Winner: Tater Mitts. At least, if elected president, the worst it would do is leave potato preparation to old-fashioned peeler.

15 comments:

Anonymous said...

That settles it - I'm voting for Emo Phillips.

Grammarian@mindspring.com said...

Even though "Emo Phillips" is an anagram of "Hippie Molls"??!? I'd be careful if I were you.

Anonymous said...

tater mitts are cool, and have other uses.....if you're into that sort of thing...

Dave said...

Always keep a sharp paring knife in the drawer. That said, I once met Tater's, I mean Mitt's father when he was Michigan's Governor. Nice guy with silver hair. That's all I've got for a pro.

Qaro said...

I think that picture of John Travolta is still less scary than Edna Turnblad.

punkinsmom said...

Mitt's got a nice head of hair. Does that count as a "pro"?

Do you know any malted twirly minors? Perhaps Mitt does. Though, that would probably be a "con".

Anonymous said...

But you know who scares me more? Ron Paul and his horde of skinheads. (Hmm. Maybe they've been shaved by the Tater Mitt?)

fermicat said...

For the record, Tater Mitts has never flip flopped on anything except a potato.

Jim Donahue said...

Qaro has a point.

Anonymous said...

Not sure I see believing that Jesus walked the earth as a true con. You'll need more than that to convince the masses...A belief hurts no one. Not even you caped one.

Jim Donahue said...

Didn't say "earth"--I said North America. And I do find that belief deeply odd.

Anonymous said...

so then do you also find the belief that he walked on earth odd as well?

Jim Donahue said...

No, not at all.

My point: I think Romney is being disingenuous, at best.
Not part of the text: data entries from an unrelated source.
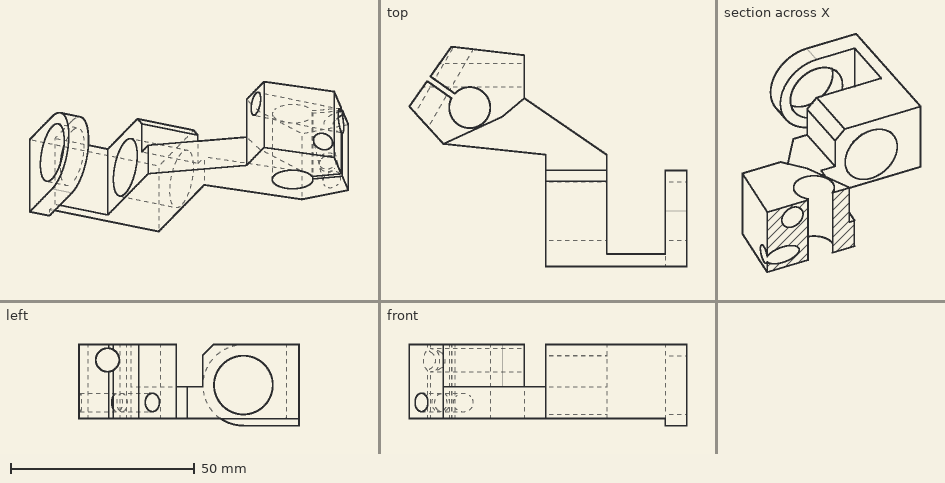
import cadquery as cq
import math

body_height = 20.25
arm_height = 8.7

block_width = 16.75
block_depth = 26.3
block_chamfer = 2.95
bore_diameter = 16.0

overall_width = 38.6
bridge_thickness = 3.5
ear_thickness = 5.9
ear_drop = 2.0
ear_radius = (body_height + ear_drop) / 2
bore_y = block_depth - ear_radius
bore_z = body_height - ear_radius

arm_root_y = 30.55
clamp_front = (-27.9, 33.5)
clamp_right = (-5.8, 46.0)

clamp_bend = (-11.8, 40.95)
clamp_back_right = (clamp_right[0], 57.8)
clamp_back = (-25.7, 60.1)
clamp_left = (overall_width - 75.8, 43.75)

clamp_bore_center = (-20.7, 43.45)
clamp_bore_diameter = 11.15
slit_width = 1.5
slit_length = 22.75
cross_hole_diameter = 6.4
cross_hole_y = 52.3
cross_hole_z = 16.0
screw_diameter = 5.0
screw_angle = math.radians(60)
screw_entry = (-33.8, 40.2)
screw_z = 4.4
cut_length = 91.0

split_face_angle = math.atan2(clamp_back[1] - clamp_left[1], clamp_back[0] - clamp_left[0])
screw_direction = cq.Vector(math.cos(screw_angle), math.sin(screw_angle), 0)


def prism(points, height):
    return cq.Workplane("XY").polyline(points).close().extrude(height)


def cylinder(start, direction, diameter, length):
    return cq.Workplane(cq.Solid.makeCylinder(diameter / 2, length, cq.Vector(*start), direction))


def make_block():
    block = cq.Workplane("XY").box(block_width, block_depth, body_height, centered=False)
    return block.faces(">Y").edges(">Z").chamfer(block_chamfer)


def make_bridge():
    return cq.Workplane("XY").box(overall_width, bridge_thickness, body_height, centered=False)


def make_ear():
    """Plate with a half-round rear end, reaching below the base plane."""
    return (
        cq.Workplane("YZ", origin=(overall_width - ear_thickness, 0, 0))
        .moveTo(0, -ear_drop)
        .lineTo(bore_y, -ear_drop)
        .threePointArc((block_depth, bore_z), (bore_y, body_height))
        .lineTo(0, body_height)
        .close()
        .extrude(ear_thickness)
    )


def make_arm():
    outline = [
        (0, 0),
        (block_width, 0),
        (block_width, arm_root_y),
        clamp_right,
        clamp_bend,
        clamp_front,
        (0, arm_root_y),
    ]
    return prism(outline, arm_height)


def make_clamp():
    outline = [clamp_front, clamp_bend, clamp_right, clamp_back_right, clamp_back, clamp_left]
    return prism(outline, body_height)


def make_slit():
    """Slot from the middle of the clamp bore out through the split face."""
    return (
        cq.Workplane("XY")
        .box(slit_length, slit_width, body_height, centered=(False, True, False))
        .rotate((0, 0, 0), (0, 0, 1), math.degrees(split_face_angle) + 90)
        .translate((*clamp_bore_center, 0))
    )


x_axis = cq.Vector(1, 0, 0)
z_axis = cq.Vector(0, 0, 1)

bearing_bore = cylinder((0, bore_y, bore_z), x_axis, bore_diameter, overall_width)
clamp_bore = cylinder((*clamp_bore_center, 0), z_axis, clamp_bore_diameter, body_height)
cross_hole = cylinder(
    (clamp_left[0], cross_hole_y, cross_hole_z), x_axis, cross_hole_diameter, cut_length
)
screw_start = cq.Vector(*screw_entry, screw_z) - screw_direction * screw_diameter
screw_hole = cylinder(screw_start.toTuple(), screw_direction, screw_diameter, cut_length)

result = make_block()
for solid in (make_bridge(), make_ear(), make_arm(), make_clamp()):
    result = result.union(solid)
for tool in (bearing_bore, clamp_bore, make_slit(), cross_hole, screw_hole):
    result = result.cut(tool)

He's trying to play up the fact that he's religious while coyly deflecting questions on what his faith is.

(For that matter, do you know what he stands for at all--politically speaking? Certainly the platform on which he's running is not reflected in his political life up ti a couple of years ago.)

I don't think a candidate's faith is germane--unless he or she makes it an issue.

Anonymous said...

Agreed. I like you. I just linked your site...

Jim Donahue said...

Thanks! (And that's a cute kid you've got there.)